Complex Structure Modeling

python3 main.py -F=[Map_Path] -P=[Fasta_Path] --contour=[contour_level] --gpu=[GPU_ID] --output=[Output_Directory] --resolution=[Map_Resolution]

[Map_Path] is the path of the experimental cryo-EM map
[Fasta_Path] is the path of the input fasta file about sequence information. The sequence information of protein is required but can be partial, DNA/RNA sequence information is optional
[contour_level] is the contour_level (suggested by author) to remove outside regions to save processing time. This is absolute density threshold, not standard deviation. If you are not sure, just set 0. Our model will automatically detect useful regions.
[GPU_ID] specifies the gpu used for inference
[Output_Directory] specifies the directory you want to save the output. If you don't specify, the default will be "Predict_Result/[map_name]". The final structure is kept as ComplexModeler.cif in this directory.
[Map_Resolution] is the resolution of the deposited maps, which is for refinement usage.

Example of fasta file

>A,B,C,D
MATPAGRRASETERLLTPNPGYGTQVGTSPAPTTPTEEEDLRR
>E,F
VVTFREENTIAFRHLFLLGYSDGSDDTFAAYTQEQLYQ

For ID line, please only include the chain id without any other information. If multiple chains include the identical sequences, please use comma "," to split different chains.
In this example, we have 6 chains in total, with A,B,C,D share the identical sequences and E,F share another identical sequences.
Here sequence information of protein is required but can be partial, DNA/RNA sequence information is optional.

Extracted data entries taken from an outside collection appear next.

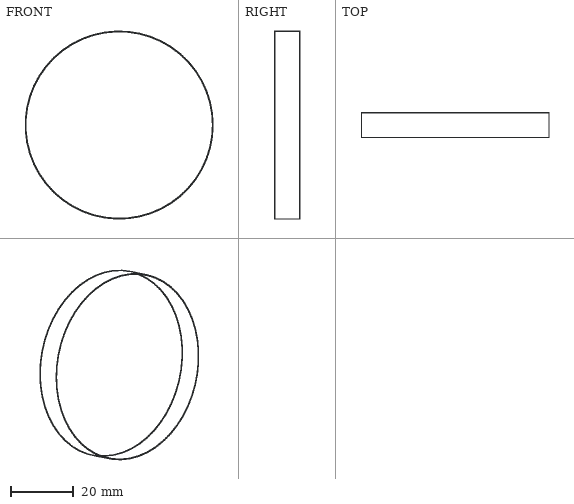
import cadquery as cq

outer_diameter = 59.95
wall_thickness = 0.25
band_width = 8.0

inner_diameter = outer_diameter - 2 * wall_thickness

result = (
    cq.Workplane("XZ", origin=(0, band_width / 2, 0))
    .circle(outer_diameter / 2)
    .circle(inner_diameter / 2)
    .extrude(band_width)
)

If you have successfully installed phenix and coot, please also specify --refine in the command line to refine structures.

Example Command

python3 main.py -F=example/20031.mrc -P=example/20031.fasta --contour=0.6 --gpu=0 --output=output_21051 --resolution=3.7

The example dir should be set up by set_up.sh. If not, please download examples here and put into example directory.
The automatically build atomic structure is saved in output_21051/Complex_Modeler.cif.
If you have successfully installed phenix and coot, please also specify --refine in the command line to refine structures.

Example

Input File

Cryo-EM map with mrc format.
Sequence information with fasta format. Our example input can be found here

Output File

ComplexModeler.cif: a CIF file that stores the atomic protein-DNA/RNA structure by our method.
Our example output can be found here. All the intermediate results are also kept here.